● Collection entries
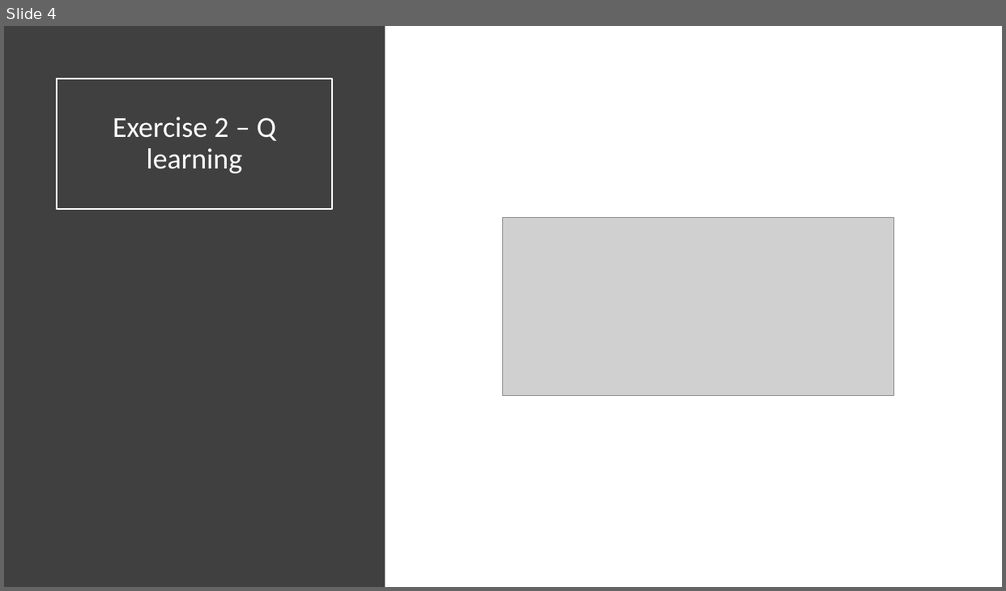
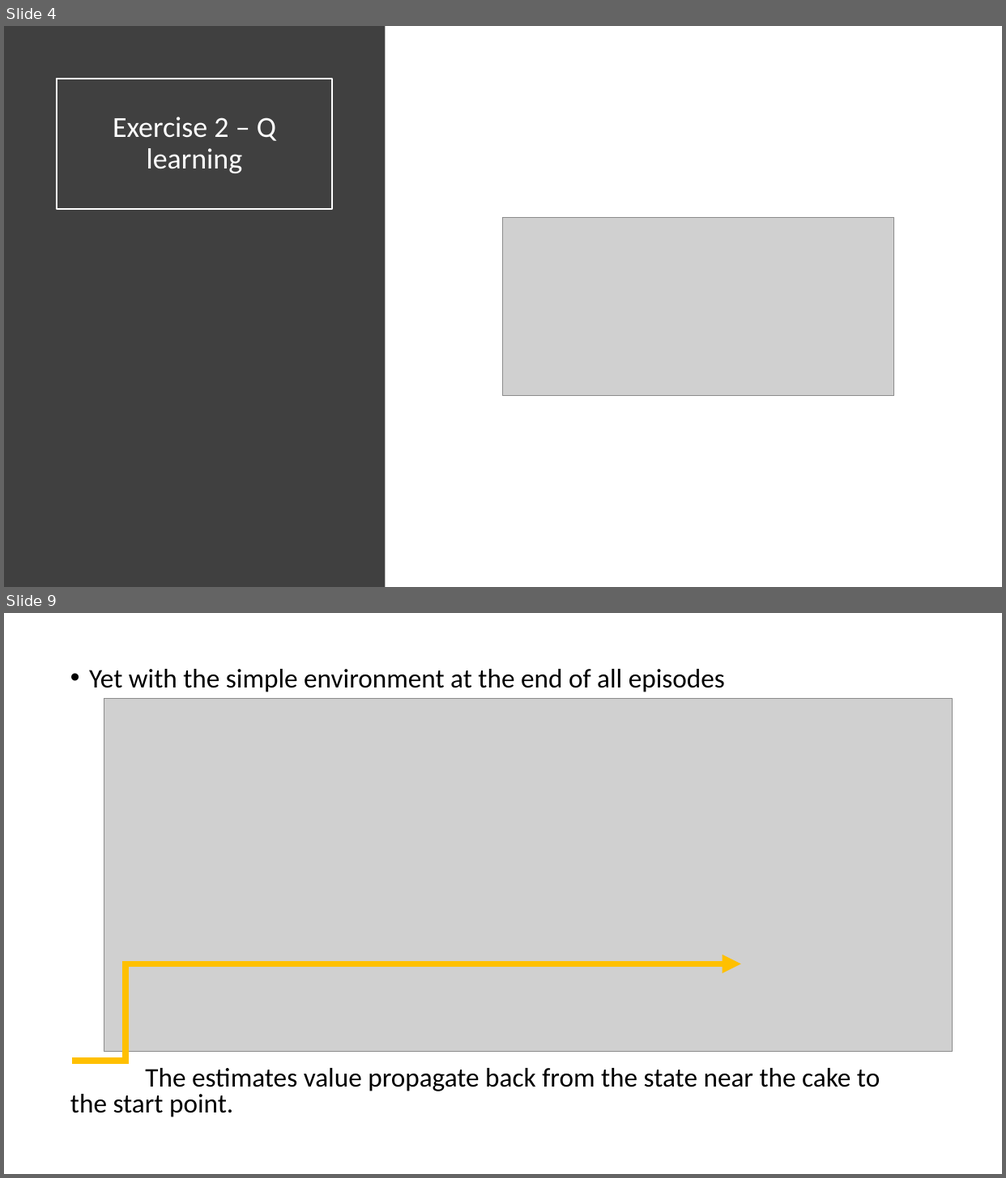
Before and after one commit to mpiffari/ReinforcementLearning2019, a slide deck: Presentation/SDU_SummerSchool_Presentation.pptx. Shown one above the other, each under a label of ours: slide 4 before the commit, slides 4 and 9 after it; the slides between them are not shown. The pictures are 1006x591 and 1006x1178 pixels, drawn with LibreOffice and Linux fonts; fonts in the diff are those of the drawing; grey boxes stand for pictures. Boxes give left, top, right and bottom in pixels: in the first picture for what was removed or moved away, otherwise in the second. Text is boxed around its words. In the diff, an @@ line names an element or a change of style, - is before the commit and + after.

```diff
--- a/Presentation/SDU_SummerSchool_Presentation.pptx
+++ b/Presentation/SDU_SummerSchool_Presentation.pptx
@@ slide 9 added at (4, 613, 1002, 1174), background #FFFFFF @@
@@ text added at (70, 669, 880, 1118), 25.9 pt, text #000000 @@
+• Yet with the simple environment at the end of all episodes
+The estimates value propagate back from the state near the cake to the start point.
@@ picture added at (104, 698, 953, 1052) @@
@@ elbow arrow added from (72, 1061) to (741, 964), #FFC000 6 pt @@
```
Also in this commit, not shown: 1 slide changed, 7 other slides added, 3 other files.

● TASK TO CARRY OUT
Leaving out the pictures, output each line above exactly as it is.

● RESULT FOR THIS TASK
Before and after one commit to mpiffari/ReinforcementLearning2019, a slide deck: Presentation/SDU_SummerSchool_Presentation.pptx. Shown one above the other, each under a label of ours: slide 4 before the commit, slides 4 and 9 after it; the slides between them are not shown. The pictures are 1006x591 and 1006x1178 pixels, drawn with LibreOffice and Linux fonts; fonts in the diff are those of the drawing; grey boxes stand for pictures. Boxes give left, top, right and bottom in pixels: in the first picture for what was removed or moved away, otherwise in the second. Text is boxed around its words. In the diff, an @@ line names an element or a change of style, - is before the commit and + after.

```diff
--- a/Presentation/SDU_SummerSchool_Presentation.pptx
+++ b/Presentation/SDU_SummerSchool_Presentation.pptx
@@ slide 9 added at (4, 613, 1002, 1174), background #FFFFFF @@
@@ text added at (70, 669, 880, 1118), 25.9 pt, text #000000 @@
+• Yet with the simple environment at the end of all episodes
+The estimates value propagate back from the state near the cake to the start point.
@@ picture added at (104, 698, 953, 1052) @@
@@ elbow arrow added from (72, 1061) to (741, 964), #FFC000 6 pt @@
```
Also in this commit, not shown: 1 slide changed, 7 other slides added, 3 other files.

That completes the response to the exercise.